BTW, it was not my post about the WSJ polling of the 200 people sleeping there, but they are the core, and polling them is entirely legitimate. They pack up, and this fades away. They are the drivers, and what they think matters more in terms of what the movement is actually for. Many that show up "in support" probably don't even know what those sleeping there actually want.
AVGWarhawk
10-25-11, 06:57 PM
A threat? the only threat is our entire monetary system, which is a ticking time bomb. Im saying when it goes down. there will me huge civil unrest, and possibly martial law to follow up.
If you worked your whole life, and your savings where wiped out, tell me what you would do?
I have a link for you too August: http://www.youtube.com/watch?v=D71aiYq7jeM
I posted it before and will again, if it were not for unemployment benefits there would be civil unrest. Hence the extension after extension. I think we are up to 2 years of receiving benefits. This benefit is about to be extended again.
Civil unrest occurred in the Great Depression were there was soup kitchen lines and no government monetary benefits. If we truly think the benefit extension is approved for 2 years plus because the politicians really care I would say our thinking is full of fallacy. It is done to prevent soup lines and civil unrest.
A threat? the only threat is our entire monetary system
"Our" entire monetary system?

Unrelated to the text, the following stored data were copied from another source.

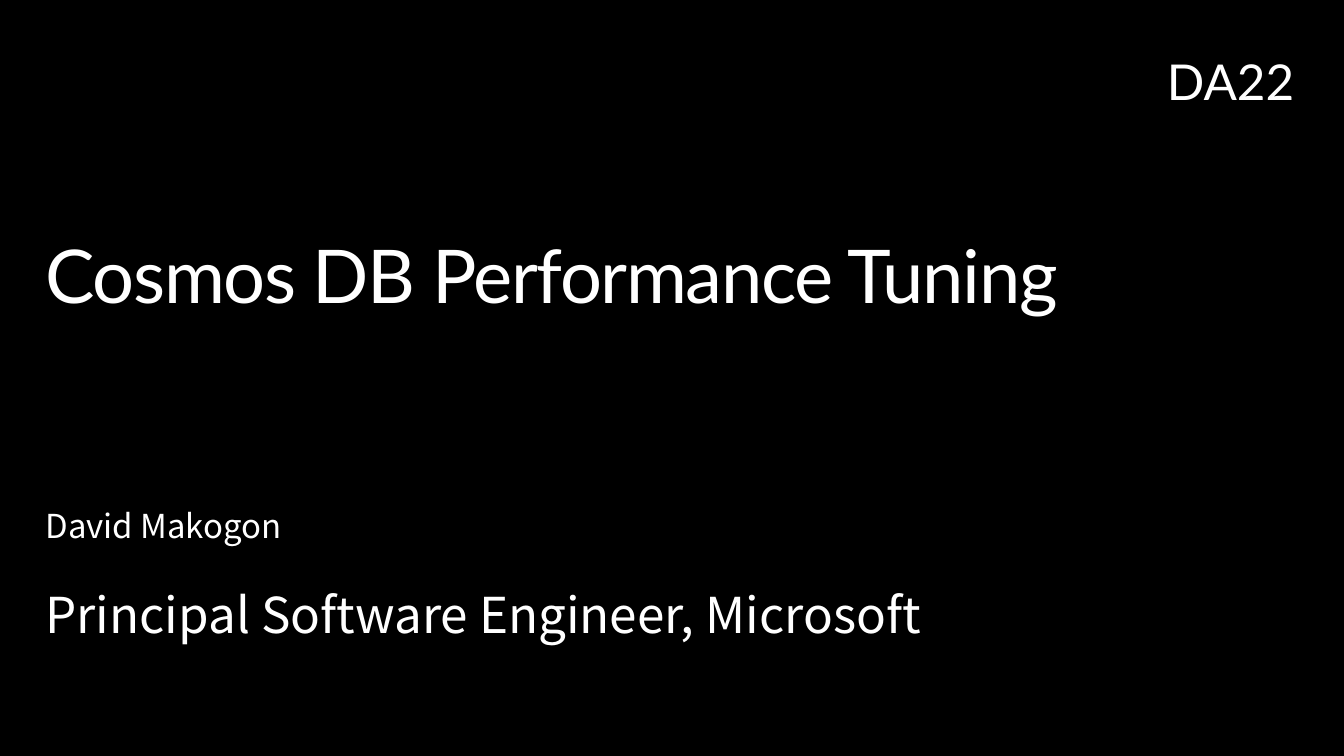
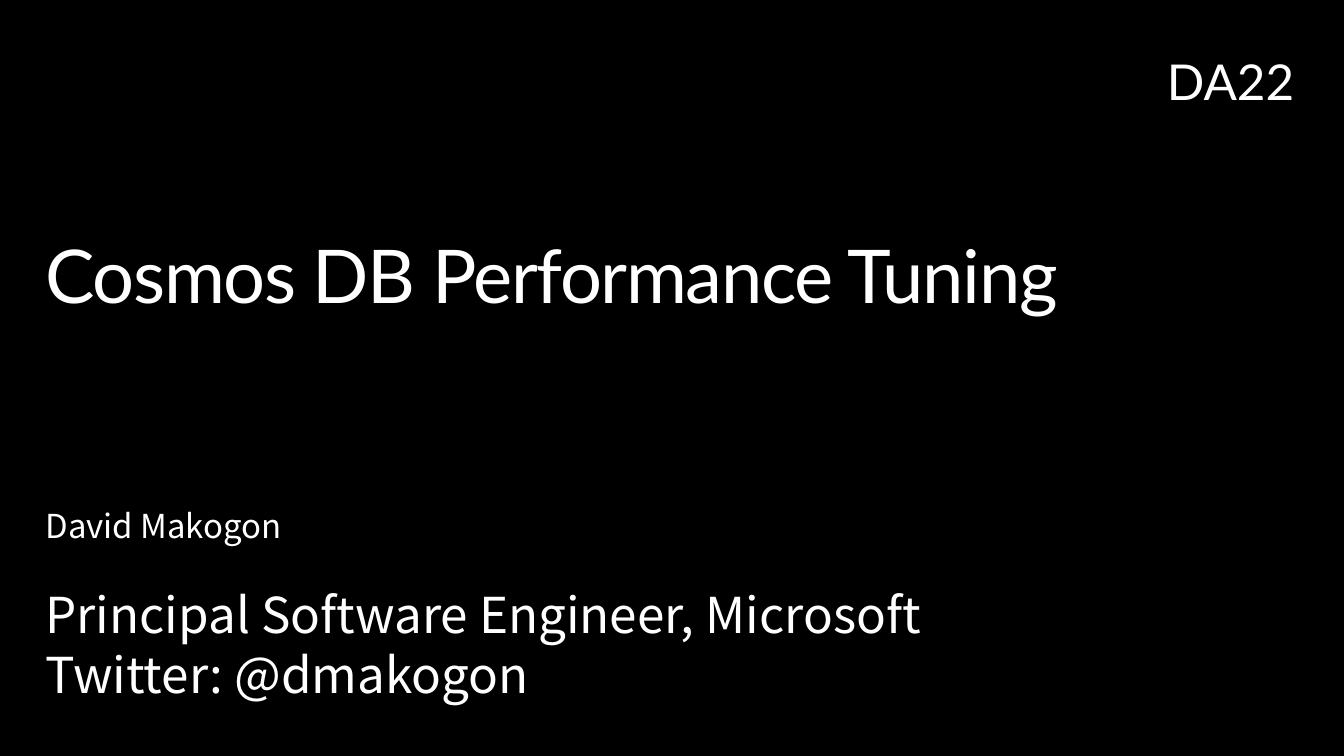
Before and after one commit to dmakogon/decode2018, a slide deck: slide 1 of decode2018_cosmosdb.pptx. Drawn at 1344x756 pixels with LibreOffice and Linux fonts; fonts in the diff are those of the drawing; background and template pictures are left out. Boxes give left, top, right and bottom in pixels: in the first picture for what was removed or moved away, otherwise in the second. Text is boxed around its words. In the diff, an @@ line names an element or a change of style, - is before the commit and + after.

Commit message:
added links and twitter contact

```diff
--- a/decode2018_cosmosdb.pptx
+++ b/decode2018_cosmosdb.pptx
@@ text at (45, 643, 529, 706): paragraph added @@
+Twitter: @dmakogon
```
Also in this commit, not shown: 2 slides added.

I wasn't aware you Brits got paid in US Greenbacks.
OMG I nearly rubbed one out....:rock:
People seem to think they can reinvent the wheel when they come out of college. The universities in the US are rife with professors who are nothing short of radical leftist cowards. No, I did not stereotype there. People who have done nothing in their lives but regurgitate information to developing minds and sitting around with others of the academia to posit their own inane arguments.
Who judges the worth of an educator? Of course, their own peers. Parents at this level of their child's education do not inquire much about what they are learning as they did in grade and high school. As long as their kid is putting up the grades, they are happy. This is where the socialist, liberal and progressive ideologues can shape the future into their own little fantasy land.
In order to test a theory in social sciences, one may destroy a great society because they do not agree with it. :down:
(http://www.merriam-webster.com/dictionary/ideologue#)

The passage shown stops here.